Nuclear plants were expensive in build, produce waste that is impossible to dispose of safely and generate power far more expensive than had been projected. Now American nuclear reactors and equipment makers have focused on overseas markets.

FRANCE
France is for long the world's role model for how to successfully develop nuclear energy. But its National Assembly passed an energy bill that makes a target to reduce nuclear power's share of electricity from three-quarters to half by 2025. On the other hand a new report by ADEME, a French government agency under the Ministries of Ecology and Research, concludes that a 100% renewable electricity supply scenario is feasible in France.
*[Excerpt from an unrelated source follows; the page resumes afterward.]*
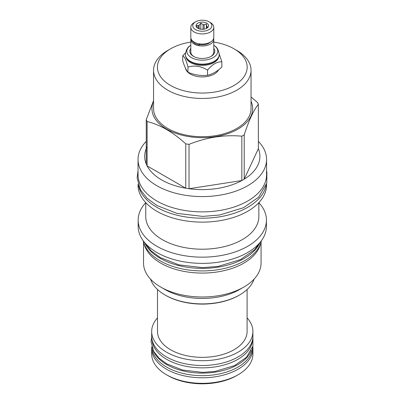 <?xml version="1.0" encoding="UTF-8"?>
<svg xmlns="http://www.w3.org/2000/svg" width="404" height="404" viewBox="0 0 404 404"><rect width="100%" height="100%" fill="white"/><g stroke="black" fill="none" stroke-linecap="round" stroke-linejoin="round"><path stroke-width="0.61" d="M261.403 240.723A59.545 34.375 180 0 1 221.695 269.049A59.545 34.375 180 0 1 160.196 260.853A59.545 34.375 0 0 1 143.198 240.723M259.974 242.541A59.545 34.375 180 0 1 218.014 267.155A59.545 34.375 180 0 1 160.196 258.302A59.545 34.375 0 0 1 144.627 242.541M138.168 220.135L138.168 226.351A64.13 37.027 0 0 0 177.76 260.56A64.13 37.027 0 0 0 247.647 252.53A64.13 37.027 0 0 0 266.433 226.351L266.433 220.135A64.13 37.027 180 0 1 247.647 246.314A64.13 37.027 0 0 1 177.76 254.343A64.13 37.027 0 0 1 138.168 220.135A64.13 37.027 0 0 1 145.753 202.667M258.848 202.667A64.13 37.027 180 0 1 266.433 220.135M258.848 202.636L258.848 216.559A56.55 32.648 180 0 1 242.284 239.643A56.55 32.648 0 0 1 180.659 246.723A56.55 32.648 0 0 1 145.753 216.559L145.753 202.636M266.559 184.062L266.559 185.022A64.256 37.097 180 0 1 247.738 211.252A64.256 37.097 0 0 1 177.709 219.296A64.256 37.097 0 0 1 138.042 185.022L138.042 184.062M138.496 185.502A64.256 37.097 0 0 0 181.285 216.155A64.256 37.097 0 0 0 247.738 207.328A64.256 37.097 180 0 0 266.105 185.502M266.559 159.489L266.559 174.775A64.256 37.097 180 0 1 226.891 209.05A64.256 37.097 180 0 1 156.863 201.01A64.256 37.097 0 0 1 138.042 174.775L138.042 159.489A64.256 37.097 0 0 0 177.709 193.763A64.256 37.097 0 0 0 247.738 185.719A64.256 37.097 180 0 0 266.559 159.489A64.256 37.097 180 0 0 258.358 141.355M146.243 141.355A64.256 37.097 0 0 0 138.042 159.489M244.213 134.81L244.213 179.174A57.61 33.259 180 0 1 243.036 179.876A57.61 33.259 0 0 1 241.824 180.553L241.824 136.188A57.61 33.259 0 0 0 243.036 135.512A57.61 33.259 180 0 0 244.213 134.81C248.925 120.331 253.641 110.166 258.358 104.328L258.358 148.692A57.61 33.259 0 0 1 244.213 179.174L258.358 148.692M251.046 101.258A50.369 29.078 180 0 1 237.916 129.139A50.369 29.078 0 0 1 177.275 133.815A50.369 29.078 0 0 1 153.555 101.258M251.046 96.975L257.484 102.444A57.61 33.259 180 0 1 258.358 104.328M147.117 146.809A57.61 33.259 0 0 0 146.243 164.019A57.61 33.259 0 0 0 147.117 165.903A57.61 33.259 0 0 0 185.769 188.219A57.61 33.259 0 0 0 189.027 188.719A57.61 33.259 0 0 0 241.824 180.553L189.027 188.719L189.027 144.354C206.626 137.315 224.225 134.593 241.824 136.188M153.555 100.652L146.243 119.655A57.61 33.259 0 0 0 147.117 121.533C159.999 124.654 172.882 132.093 185.769 143.854A57.61 33.259 0 0 0 189.027 144.354M146.243 164.019L146.243 119.655M190.814 42.097A44.874 25.912 0 0 0 170.569 48.823L167.832 50.404A48.748 28.144 0 0 0 153.555 70.306L153.555 108.58A48.748 28.144 0 0 0 183.648 134.577A48.748 28.144 0 0 0 236.769 128.477A48.748 28.144 180 0 0 251.046 108.58L251.046 70.306A48.748 28.144 0 0 0 236.769 50.404L234.032 48.823A44.874 25.912 0 0 0 213.787 42.097M153.555 70.306A48.748 28.144 0 0 0 183.648 96.309A48.748 28.144 0 0 0 236.769 90.203A48.748 28.144 0 0 0 251.046 70.306M167.832 50.404L170.569 48.823A44.874 25.912 0 0 0 170.569 85.466A44.874 25.912 0 0 0 234.032 85.466A44.874 25.912 0 0 0 234.032 48.823M185.471 68.135A16.912 9.767 0 0 0 190.34 74.053A16.912 9.767 0 0 0 218.579 69.801M185.517 52.833L182.739 55.787L182.739 60.969C184.487 66.433 186.234 70.195 187.981 72.26C194.501 74.967 201.02 75.977 207.54 75.285C212.317 74.23 217.089 71.473 221.862 67.019L221.862 61.837L219.2 53.889M207.54 75.285L207.54 70.104C212.317 64.377 217.089 61.62 221.862 61.837M187.981 72.26L187.981 67.079C194.501 65.115 201.02 66.125 207.54 70.104M182.739 55.787C184.487 56.575 186.234 60.342 187.981 67.079M185.86 57.009A16.569 9.57 0 0 0 190.582 62.57A16.569 9.57 180 0 0 207.666 64.857A16.569 9.57 180 0 0 218.741 57.009M214.14 61.686A16.569 9.57 180 0 1 214.019 61.756A16.569 9.57 180 0 1 190.582 61.756L190.34 61.615L190.582 61.756M185.386 54.56A16.912 9.767 0 0 0 185.386 54.712A16.912 9.767 0 0 0 190.34 61.615L190.34 61.615A16.912 9.767 0 0 0 214.261 61.615A16.912 9.767 0 0 0 219.215 54.712A16.912 9.767 0 0 0 219.21 54.56M190.814 45.273A15.458 8.923 0 0 0 190.178 45.708A15.458 8.923 0 0 0 191.37 57.555A15.458 8.923 0 0 0 212.58 57.913A15.458 8.923 0 0 0 214.423 45.708A15.458 8.923 0 0 0 213.787 45.273M190.814 48.419A12.484 7.206 0 0 0 193.476 56.343L193.476 56.343A12.484 7.206 0 0 0 211.125 56.343A12.484 7.206 0 0 0 213.787 48.419M193.839 56.545A11.484 6.631 180 0 1 190.814 52.06L190.814 39.37A11.484 6.631 180 0 1 190.941 38.405M213.66 38.405A11.484 6.631 180 0 1 213.787 39.37A11.484 6.631 180 0 1 206.697 45.495A11.484 6.631 180 0 1 194.178 44.061A11.484 6.631 180 0 1 190.814 39.37M213.787 39.37L213.787 52.06A11.484 6.631 180 0 1 210.762 56.545M199.495 44.566A9.423 5.439 0 0 0 210.444 42.107M199.566 43.874L199.566 44.324A1.091 0.258 99.9 0 1 199.187 45.046L195.107 43.723L191.678 40.587L191.183 39.097M199.142 43.809A1.091 0.258 99.9 0 0 199.187 45.046M213.787 27.295L213.787 37.436A11.484 6.631 180 0 1 206.697 43.561A11.484 6.631 180 0 1 194.178 42.122A11.484 6.631 180 0 1 190.814 37.436L190.814 27.295A11.484 6.631 180 0 1 194.178 22.604L195.546 21.816A9.55 5.515 180 0 1 209.055 21.816L210.423 22.604A11.484 6.631 180 0 1 213.787 27.295A11.484 6.631 180 0 1 206.697 33.421A11.484 6.631 180 0 1 194.178 31.982A11.484 6.631 180 0 1 190.814 27.295M210.423 22.604L209.055 21.816A9.55 5.515 180 0 1 209.055 29.613A9.55 5.515 180 0 1 195.546 29.613A9.55 5.515 180 0 1 195.546 21.816M206.712 23.164A6.242 3.606 0 0 0 198.763 22.745A6.242 3.606 0 0 0 196.602 27.184A6.242 3.606 0 0 0 197.889 28.26A6.242 3.606 0 0 0 207.999 27.184A6.242 3.606 0 0 0 206.712 23.164M206.979 28.098L206.378 24.033L204.131 24.735A5.025 2.899 0 0 0 203.05 24.568L200.808 23.169L199.167 25.169A5.025 2.899 0 0 0 198.374 25.624L196.733 25.523L197.334 27.871A5.025 2.899 0 0 0 197.344 27.901M204.131 29.159L204.131 24.735M206.378 24.033L206.378 28.442M198.374 28.512L198.374 25.624M199.167 28.83L199.167 25.169M203.05 29.29L203.05 24.568M206.979 26.376A5.025 2.899 180 0 1 207.267 27.002L207.267 27.896M207.681 27.543L207.868 27.25L207.267 27.002M200.808 23.169L200.808 29.214M147.117 121.533L147.117 165.903L185.769 188.219L185.769 143.854M260.519 243.758A58.762 33.926 180 0 1 243.854 263.135A58.762 33.926 0 0 1 183.567 271.301A58.762 33.926 0 0 1 144.082 243.758M143.536 242.092L143.536 263.07A58.762 33.926 0 0 0 160.747 287.057A58.762 33.926 0 0 0 243.854 287.057L239.552 289.542L243.854 287.057A58.762 33.926 180 0 0 261.065 263.07L261.065 242.092M160.747 287.057L165.049 289.542A52.677 30.411 0 0 0 239.552 289.542M150.535 279.124A52.677 30.411 0 0 0 165.049 294.996A52.677 30.411 0 0 0 239.552 294.996L239.552 294.996A52.677 30.411 0 0 0 254.066 279.124M238.976 295.329L239.552 294.996L238.976 295.329A51.869 29.947 0 0 1 165.625 295.329L165.049 294.996M157.499 289.491L157.499 331.487A44.799 25.866 0 0 0 170.624 349.773A44.799 25.866 180 0 0 219.443 355.379A44.799 25.866 180 0 0 247.097 331.487L247.097 289.491M247.097 317.882A50.621 29.224 180 0 1 252.919 331.487A50.621 29.224 180 0 1 221.67 358.484A50.621 29.224 180 0 1 166.509 352.152A50.621 29.224 180 0 1 151.682 331.487A50.621 29.224 180 0 1 157.499 317.882M252.919 331.487L252.919 336.274A50.621 29.224 180 0 1 221.67 363.277A50.621 29.224 180 0 1 166.509 356.939A50.621 29.224 180 0 1 151.682 336.274L151.682 331.487M252.566 339.714A50.293 29.038 180 0 1 220.831 365.817A50.293 29.038 180 0 1 166.741 359.353A50.293 29.038 0 0 1 152.035 339.714M153.247 350.475A50.293 29.038 0 0 0 166.741 364.605A50.293 29.038 180 0 0 216.271 371.968A50.293 29.038 180 0 0 251.354 350.475M152.03 347.485A50.293 29.038 0 0 0 166.741 367.15A50.293 29.038 180 0 0 220.852 373.609A50.293 29.038 180 0 0 252.571 347.485M166.509 374.776L167.877 375.569L166.509 374.776A50.621 29.224 180 0 0 238.092 374.776A50.621 29.224 180 0 0 252.919 354.111L252.919 348.556A50.621 29.224 180 0 1 221.67 375.558A50.621 29.224 180 0 1 166.509 369.221A50.621 29.224 0 0 1 151.682 348.556L151.682 354.111A50.621 29.224 0 0 0 166.509 374.776M238.092 374.776L236.724 375.569A48.682 28.108 180 0 1 167.877 375.569M252.813 346.667A50.621 29.224 180 0 1 252.919 348.556M151.788 346.667A50.621 29.224 0 0 0 151.682 348.556M185.386 54.712L185.386 54.404A16.912 9.767 0 0 0 190.34 61.312A16.912 9.767 0 0 0 208.772 63.428A16.912 9.767 0 0 0 219.215 54.404C218.574 50 216.978 47.101 214.423 45.708M219.215 54.712L219.215 54.404M185.386 54.404C186.022 50 187.623 47.101 190.178 45.708M259.782 242.769L254.525 249.808L240.481 259.605L218.266 266.377L202.667 267.645L178.876 264.857L160.201 257.535L151.141 250.864L144.819 242.769M266.559 170.746L266.887 172.043L266.797 183.153L258.636 197.172L243.506 207.722L219.539 215.029L202.697 216.398L177.013 213.388L156.868 205.49L147.117 198.308L140.42 189.789L137.113 177.861L138.042 170.746M252.914 336.618L252.965 346.076L246.46 357.272L234.537 365.59L215.014 371.433L202.611 372.382L182.537 370.029L166.741 363.832L159.045 358.166L153.727 351.394L151.076 341.819L151.687 336.618"/></g></svg>

The report estimates that the electricity production cost would be €119 per megawatt-hour in 2050 in the all-renewables scenario compared with a near- identical figure of €117/MWh with a mix of 50% nuclear, 40% renewables and 10% fossil fuels.

The French state-controlled energy nuclear major Areva went technically bankrupt after reporting massive losses for four years in a row. Credit-rating agencies have downgraded Areva's long-term debt to "junk.'' The company's share price plunged to a record low in 2014, a level 90 percent below its record high in 2007. The EPR fiasco could tip Areva into bankruptcy. Areva posted a £4.83 billion (US$ 5.4b) loss for 2014 and is negotiating a rescue package with the French government. In addition to Areva's financial woes, the pressure vessels for the Flamanville (France) have been detected to have "very serious" material defects, the French Nuclear Safety Authority told a parliamentary hearing about that in April 2015.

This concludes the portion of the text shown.